Pincus M R, Gerewitz F, Schwartz R H, Scheraga H A
Proc Natl Acad Sci U S A. 1983 Jun;80(11):3297-300. doi: 10.1073/pnas.80.11.3297.
It has been shown that the minimal-length peptide having full stimulatory activity for pigeon cytochrome c-primed T cells from B10.A mice is composed of residues 88-103 of the moth (or 87-104 of the pigeon) sequence. However, to date, only residues 99-103(104)have been shown to be involved in contacting the T-cell receptor or the macrophage Ia molecule. Because the x-ray structure of tuna cytochrome c, and prior calculations on many homologous cytochrome c proteins, showed that segment 88-103(104) exists in the alpha-helical conformation, we postulate that residues 88-98 are necessary for maintaining the alpha-helical conformation of the COOH-terminal pentapeptide (99-103) involved in receptor recognition. To test this hypothesis, we have examined the conformational preferences of polypeptide segments from known antigenic regions near the carboxyl terminus of cytochrome c (pigeon, moth, and fly sequences) using conformational energy calculations for peptides in a nonpolar environment. We show here that fragments consisting of residues 88-91 and 94-98 of pigeon, moth, and fly cytochrome c have a strong alpha-helical preference, despite differences in sequence at residues 88-89 (Lys-Ala in pigeon, Ala-Asn in moth, and Pro-Asn in fly). In contrast, the tripeptide 91-93 (Arg-Ala-Asp) has a strong nonhelical preference. Furthermore, the COOH-terminal peptide 99-103 exists as a statistical coil. However, addition of residues 94-98 to residues 99-103 results in a peptide that has a strong preference for alpha-helix. From these computational results, we predict (i) that fragment 94-103, existing predominantly as an alpha-helix, should exhibit stimulatory activity and (ii) that the nonhelical peptide 91-93 can be deleted from fragment 88-103 without affecting its antigenicity. Both of these predictions have been borne out by experiments in which the two peptides were synthesized and shown to stimulate a T-cell proliferative response. These results establish a strong correlation between conformation (here, alpha-helix) and biological activity and suggest that T-cell activation is sensitive to the organized backbone structure that the antigen adopts in the nonpolar environment of the macrophage membrane or in the combining site of the T-cell receptor.

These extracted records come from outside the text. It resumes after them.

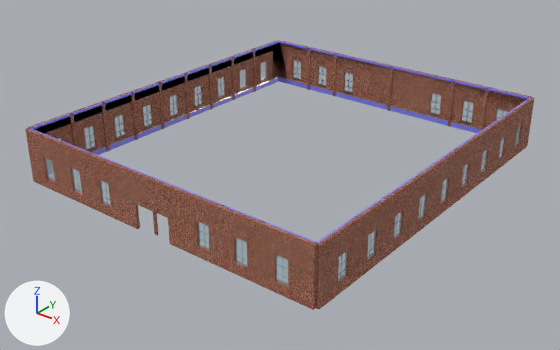
An edit to the glTF model kr_hall_walls.glb, drawn before and after from the same camera.
Both versions are drawn from a camera (50 mm lens) standing at (88.8, -113.0, 67.4) and looking at (0.2, -2.1, -1.3). The axes (+X, +Y, +Z) are drawn at lower left. The lights are the same throughout. The picture after the commit comes second. Vertices at exactly the same position are counted once.

Names of what the first picture shows: 'kr_hall_walls_brick', 'kr_hall_walls_darkwood', 'kr_hall_walls_glass', 'vc_m8_r4' and 1 more.
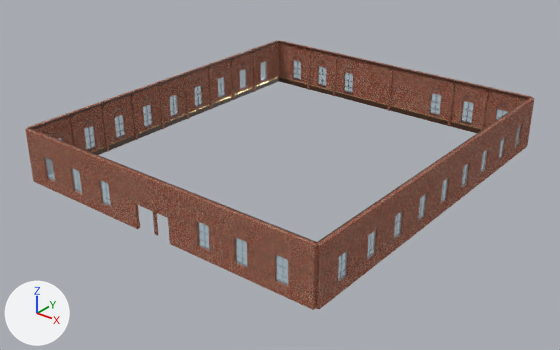
What differs and where, as boxes (x1, y1, x2, y2) in the pictures (560 x 350 px):
'kr_hall_walls_brick', surface changed, shading changed
    both: (26, 40, 534, 246)
'kr_hall_walls_darkwood', surface changed
    both: (28, 41, 531, 244)
part 1 of me_kr_hall_walls_brick, shading changed
    both: (26, 43, 533, 246)

The change, as a diff of the scene's bpy script:
```diff
--- a/kr_hall_walls.glb.py
+++ b/kr_hall_walls.glb.py
@@ img_image_1 @@
-img_image_1 = load_image('Image_1', '_unpacked/Image_1', 512, 512, 'sRGB')
+img_image_1 = load_image('Image_1', '_unpacked/Image_1', 256, 256, 'Non-Color')
@@ img_image_3 @@
+img_image_3 = load_image('Image_3', '_unpacked/Image_3', 256, 256, 'Non-Color')
@@ img_image_2 @@
+img_image_2 = load_image('Image_2', '_unpacked/Image_2', 512, 512, 'sRGB')
@@ mat_brick @@
 n0 = _N.new('ShaderNodeBsdfPrincipled'); n0.name = 'Principled BSDF'
 n2.image = img_image_0
+n3 = _N.new('ShaderNodeNormalMap'); n3.name = 'Normal Map'
+n3.uv_map = 'UVMap'
+n4 = _N.new('ShaderNodeTexImage'); n4.name = 'Image Texture.001'
+n4.image = img_image_1
 _L.new(n0.outputs[0], n1.inputs[0])  # 'BSDF' to 'Surface'
 _L.new(n2.outputs[0], n0.inputs[0])  # 'Color' to 'Base Color'
+_L.new(n3.outputs[0], n0.inputs[5])  # 'Normal' to 'Normal'
+_L.new(n4.outputs[0], n3.inputs[1])  # 'Color' to 'Color'
@@ mat_darkwood @@
 n0 = _N.new('ShaderNodeBsdfPrincipled'); n0.name = 'Principled BSDF'
 n2 = _N.new('ShaderNodeTexImage'); n2.name = 'Image Texture'
-n2.image = img_image_1
+n2.image = img_image_2
+n3 = _N.new('ShaderNodeNormalMap'); n3.name = 'Normal Map'
+n3.uv_map = 'UVMap'
+n4 = _N.new('ShaderNodeTexImage'); n4.name = 'Image Texture.001'
+n4.image = img_image_3
 _L.new(n0.outputs[0], n1.inputs[0])  # 'BSDF' to 'Surface'
 _L.new(n2.outputs[0], n0.inputs[0])  # 'Color' to 'Base Color'
+_L.new(n3.outputs[0], n0.inputs[5])  # 'Normal' to 'Normal'
+_L.new(n4.outputs[0], n3.inputs[1])  # 'Color' to 'Color'
@@ me_kr_hall_walls_brick @@
 me_kr_hall_walls_brick.from_pydata(...)  # 1520 vertices, 3056 faces; spans x -34.6..34.6, y -36.6..40.6, z 0.0..11.0
 # used by ob_kr_hall_walls_brick; location = (0.0, 0.0, 0.0)
+# me_kr_hall_walls_brick part 1: 135 of the faces centred in x -34.4..34.4, y -36.4..40.4, z 0.7..9.6 are now shaded flat
 me_kr_hall_walls_brick.materials.append(mat_brick)
```
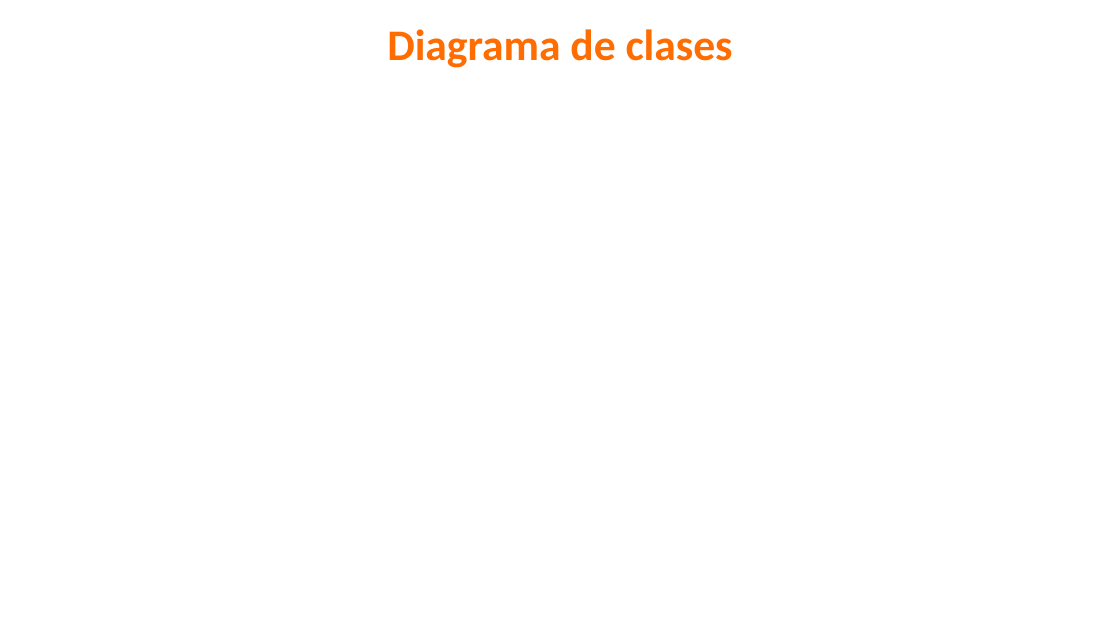
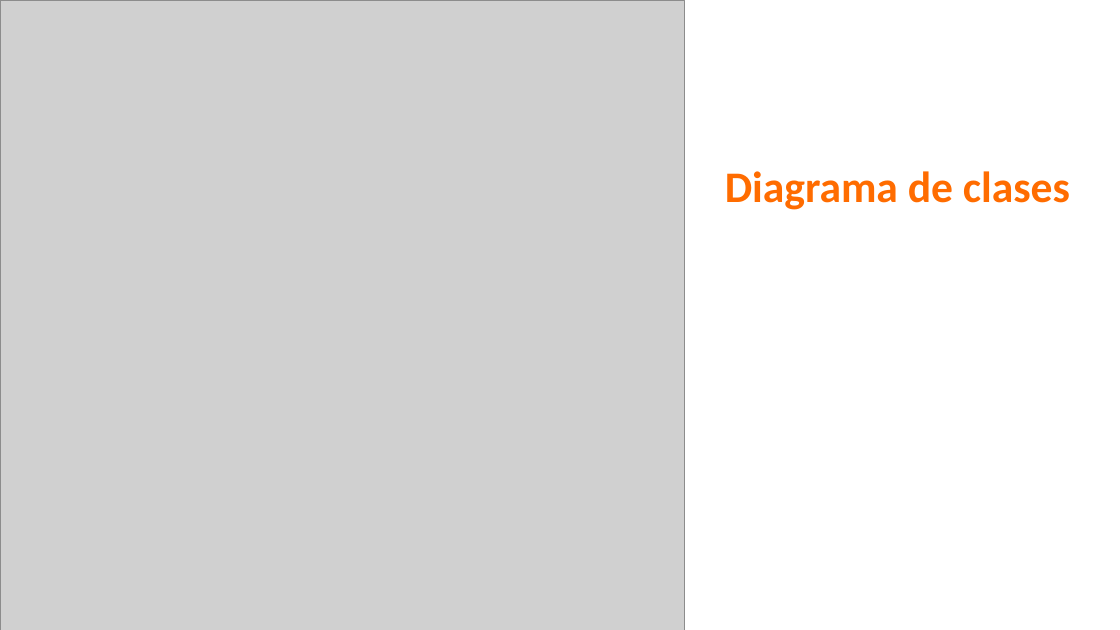
Before and after one commit to yeseniaquejada/SERVICE_MARKET, a slide deck: slide 26 of PROYECTO FORMATIVO.pptx. Drawn at 1120x630 pixels with LibreOffice and Linux fonts; fonts in the diff are those of the drawing; grey boxes stand for pictures; background and template pictures are left out. Boxes give left, top, right and bottom in pixels: in the first picture for what was removed or moved away, otherwise in the second. Text is boxed around its words. In the diff, an @@ line names an element or a change of style, - is before the commit and + after.

Commit message:
Diagrama de clases - Organizar diapositivas

```diff
--- a/PROYECTO FORMATIVO.pptx
+++ b/PROYECTO FORMATIVO.pptx
@@ picture added at [0,0,685,630] @@
@@ text "Diagrama de clases": place and size @@
-text "Diagrama de clases" at [387,29,733,68]
+text "Diagrama de clases" at [725,171,1070,210]
```
Also in this commit, not shown: 1 other slide changed, 1 slide added, 1 slide removed, 2 other files.

已表明,对来自B10.A小鼠的鸽细胞色素c致敏的T细胞具有完全刺激活性的最短长度肽由蛾序列的88 - 103位残基(或鸽序列的87 - 104位残基)组成。然而,迄今为止,仅99 - 103(104)位残基被证明参与与T细胞受体或巨噬细胞Ia分子的接触。因为金枪鱼细胞色素c的x射线结构以及之前对许多同源细胞色素c蛋白的计算表明,88 - 103(104)片段以α螺旋构象存在,我们推测88 - 98位残基对于维持参与受体识别的COOH末端五肽(99 - 103)的α螺旋构象是必需的。为了验证这一假设,我们使用非极性环境中肽的构象能量计算,研究了细胞色素c(鸽、蛾和果蝇序列)羧基末端附近已知抗原区域的多肽片段的构象偏好。我们在此表明,由鸽、蛾和果蝇细胞色素c的88 - 91位残基和94 - 98位残基组成的片段具有很强的α螺旋偏好,尽管88 - 89位残基的序列存在差异(鸽中为Lys - Ala,蛾中为Ala - Asn,果蝇中为Pro - Asn)。相反,三肽91 - 93(Arg - Ala - Asp)具有很强的非螺旋偏好。此外,COOH末端肽99 - 103以统计卷曲形式存在。然而,将94 - 98位残基添加到99 - 103位残基上会产生一种对α螺旋有强烈偏好的肽。从这些计算结果中,我们预测:(i)主要以α螺旋形式存在的94 - 103片段应具有刺激活性;(ii)非螺旋肽91 - 93可以从88 - 103片段中删除而不影响其抗原性。这两个预测都已通过实验得到证实,在实验中合成了这两种肽并显示它们能刺激T细胞增殖反应。这些结果在构象(此处为α螺旋)与生物活性之间建立了很强的相关性,并表明T细胞活化对抗原在巨噬细胞膜的非极性环境或T细胞受体结合位点所采用的有组织的主链结构敏感。